Changing these settings will affect Google Chrome as well as other Internet browsers on your computer.

Go to the Start menu > Control Panel.
Select Internet Options. This should open the Internet Properties window.
Select the Security tab.
Select Internet zone (globe icon).
Click the Custom level button. This will open the Security Settings window.
Scroll down to Downloads > File download.
Select Enable.
Scroll down the list further to Miscellaneous > Launching applications and unsafe files.
Select Prompt.
Click OK.


----------



## OhPleaseHelpMe

TulsaRose said:


> This info copied from Chrome may be of some help:
> 
> Your computer may be set to block downloads completely. Check your Windows Internet security settings to ensure you're able to download files:
> 
> Changing these settings will affect Google Chrome as well as other Internet browsers on your computer.
> 
> Go to the Start menu > Control Panel.
> Select Internet Options.

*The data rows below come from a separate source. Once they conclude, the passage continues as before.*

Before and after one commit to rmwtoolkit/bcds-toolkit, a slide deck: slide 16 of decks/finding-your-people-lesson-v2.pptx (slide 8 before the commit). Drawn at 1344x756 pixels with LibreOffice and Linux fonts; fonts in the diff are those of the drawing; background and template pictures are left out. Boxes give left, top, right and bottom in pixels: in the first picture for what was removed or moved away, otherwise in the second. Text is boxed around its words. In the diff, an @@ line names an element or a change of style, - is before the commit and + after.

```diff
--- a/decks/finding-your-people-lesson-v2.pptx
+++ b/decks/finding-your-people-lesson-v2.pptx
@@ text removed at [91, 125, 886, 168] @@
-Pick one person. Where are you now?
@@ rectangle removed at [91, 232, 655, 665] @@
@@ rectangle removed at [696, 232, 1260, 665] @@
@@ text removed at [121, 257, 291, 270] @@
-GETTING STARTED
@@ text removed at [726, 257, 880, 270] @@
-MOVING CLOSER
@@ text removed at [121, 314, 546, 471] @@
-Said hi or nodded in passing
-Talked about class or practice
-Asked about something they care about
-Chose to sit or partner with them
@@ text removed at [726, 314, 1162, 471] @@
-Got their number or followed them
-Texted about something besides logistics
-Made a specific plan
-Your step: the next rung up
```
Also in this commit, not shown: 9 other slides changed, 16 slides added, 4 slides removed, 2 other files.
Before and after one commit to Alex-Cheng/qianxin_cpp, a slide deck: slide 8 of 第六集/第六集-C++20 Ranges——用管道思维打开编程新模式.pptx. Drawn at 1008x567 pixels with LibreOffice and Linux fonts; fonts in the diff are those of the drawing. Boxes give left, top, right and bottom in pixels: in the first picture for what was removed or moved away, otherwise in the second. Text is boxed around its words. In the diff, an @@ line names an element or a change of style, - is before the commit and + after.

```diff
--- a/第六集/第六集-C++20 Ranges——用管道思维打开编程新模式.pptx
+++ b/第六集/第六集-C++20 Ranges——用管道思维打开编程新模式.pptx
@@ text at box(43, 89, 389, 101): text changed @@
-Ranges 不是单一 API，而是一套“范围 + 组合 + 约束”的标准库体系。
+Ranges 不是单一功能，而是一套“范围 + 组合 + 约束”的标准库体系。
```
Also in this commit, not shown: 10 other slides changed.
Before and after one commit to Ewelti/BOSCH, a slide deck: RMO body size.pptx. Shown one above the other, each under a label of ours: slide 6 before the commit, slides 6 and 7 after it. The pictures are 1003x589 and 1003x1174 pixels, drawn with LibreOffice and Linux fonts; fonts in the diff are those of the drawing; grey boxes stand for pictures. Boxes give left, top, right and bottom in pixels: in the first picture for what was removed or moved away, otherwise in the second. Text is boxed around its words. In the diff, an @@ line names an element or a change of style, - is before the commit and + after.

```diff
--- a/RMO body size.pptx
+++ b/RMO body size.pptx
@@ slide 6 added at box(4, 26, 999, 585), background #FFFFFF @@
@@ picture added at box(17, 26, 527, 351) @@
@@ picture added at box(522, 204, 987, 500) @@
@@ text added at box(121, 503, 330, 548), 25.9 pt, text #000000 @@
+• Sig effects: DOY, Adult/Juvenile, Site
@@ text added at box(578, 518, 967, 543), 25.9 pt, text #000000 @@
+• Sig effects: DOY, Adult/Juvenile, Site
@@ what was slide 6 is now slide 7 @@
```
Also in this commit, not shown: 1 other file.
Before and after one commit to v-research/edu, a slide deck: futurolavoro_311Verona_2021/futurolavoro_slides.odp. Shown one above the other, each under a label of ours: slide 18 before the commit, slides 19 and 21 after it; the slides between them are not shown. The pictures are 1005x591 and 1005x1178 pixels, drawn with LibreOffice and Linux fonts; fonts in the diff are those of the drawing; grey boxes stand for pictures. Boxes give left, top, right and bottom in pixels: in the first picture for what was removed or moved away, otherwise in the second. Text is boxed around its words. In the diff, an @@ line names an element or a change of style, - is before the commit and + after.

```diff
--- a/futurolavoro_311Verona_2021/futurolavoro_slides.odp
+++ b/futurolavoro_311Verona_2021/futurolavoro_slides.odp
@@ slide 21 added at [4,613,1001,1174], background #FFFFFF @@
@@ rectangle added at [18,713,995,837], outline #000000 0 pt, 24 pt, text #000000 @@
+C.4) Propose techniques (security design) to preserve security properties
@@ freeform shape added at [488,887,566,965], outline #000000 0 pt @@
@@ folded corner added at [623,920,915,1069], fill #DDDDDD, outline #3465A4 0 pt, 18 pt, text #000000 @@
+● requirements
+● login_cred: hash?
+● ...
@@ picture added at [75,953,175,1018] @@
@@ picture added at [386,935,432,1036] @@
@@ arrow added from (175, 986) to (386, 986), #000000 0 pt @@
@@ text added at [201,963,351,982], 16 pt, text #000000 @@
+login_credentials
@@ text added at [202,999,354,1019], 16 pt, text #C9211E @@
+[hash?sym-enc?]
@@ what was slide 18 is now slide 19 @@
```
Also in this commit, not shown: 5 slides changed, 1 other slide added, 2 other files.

This should open the Internet Properties window.
> Select the Security tab.
> Select Internet zone (globe icon).
> Click the Custom level button. This will open the Security Settings window.
> Scroll down to Downloads > File download.
> Select Enable.
> Scroll down the list further to Miscellaneous > Launching applications and unsafe files.
> Select Prompt.
> Click OK.


I did all of what you said.
I didn't really changed anything because its already like that.
The thing is, I can download it when I ONLY save it on the downloads folder but I can't download it when I save it on the desktop?
I'm so sorry... I just noticed that ( ^ ) moments ago.


----------



## TulsaRose

Could you take a screenshot of something you are trying to download to the Desktop so we can view what you are seeing? Are you speaking of photos, videos, music, etc. file types? 

Do you right-click on the item and select Save As? 

At this point, I'm a little confused.


----------



## sriram301296

This aint a problem with Chrome it is with your Window permissions. I presume that you are saving to C drive and also that your windows does not let applications edit the drive. For a confirmation, if You have to click "YES" while copying files manually to the drive, I am right.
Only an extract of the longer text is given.